> **Your task**:
Return each line below exactly as it reads, and omit any image in it.

> **Records for the exercise**:

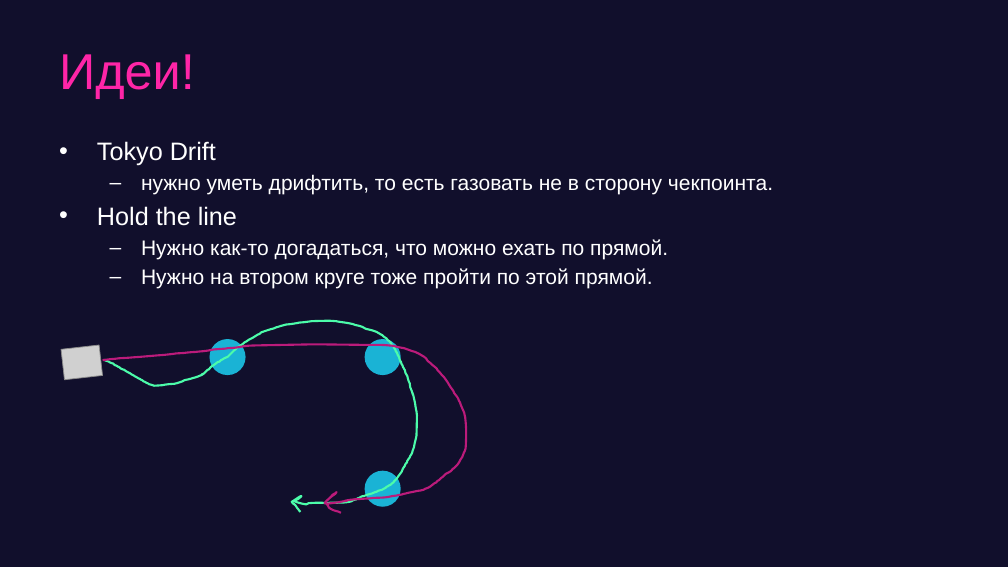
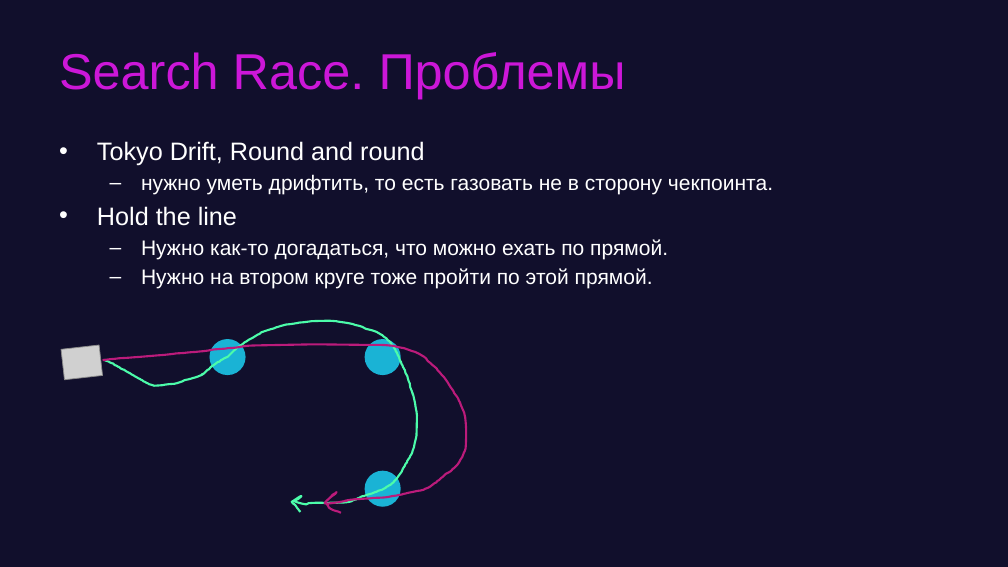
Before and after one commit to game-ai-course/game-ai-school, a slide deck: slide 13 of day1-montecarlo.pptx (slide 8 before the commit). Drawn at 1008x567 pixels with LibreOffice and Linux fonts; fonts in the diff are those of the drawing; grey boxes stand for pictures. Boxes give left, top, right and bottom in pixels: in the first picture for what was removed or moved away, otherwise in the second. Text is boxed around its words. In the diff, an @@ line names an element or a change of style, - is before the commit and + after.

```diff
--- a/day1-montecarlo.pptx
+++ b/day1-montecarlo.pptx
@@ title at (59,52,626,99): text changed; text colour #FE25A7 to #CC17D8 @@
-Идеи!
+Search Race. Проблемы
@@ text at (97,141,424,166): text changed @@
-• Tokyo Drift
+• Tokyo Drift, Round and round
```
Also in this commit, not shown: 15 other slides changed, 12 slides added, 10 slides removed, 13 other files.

> **Solution below**:
Before and after one commit to game-ai-course/game-ai-school, a slide deck: slide 13 of day1-montecarlo.pptx (slide 8 before the commit). Drawn at 1008x567 pixels with LibreOffice and Linux fonts; fonts in the diff are those of the drawing; grey boxes stand for pictures. Boxes give left, top, right and bottom in pixels: in the first picture for what was removed or moved away, otherwise in the second. Text is boxed around its words. In the diff, an @@ line names an element or a change of style, - is before the commit and + after.

```diff
--- a/day1-montecarlo.pptx
+++ b/day1-montecarlo.pptx
@@ title at (59,52,626,99): text changed; text colour #FE25A7 to #CC17D8 @@
-Идеи!
+Search Race. Проблемы
@@ text at (97,141,424,166): text changed @@
-• Tokyo Drift
+• Tokyo Drift, Round and round
```
Also in this commit, not shown: 15 other slides changed, 12 slides added, 10 slides removed, 13 other files.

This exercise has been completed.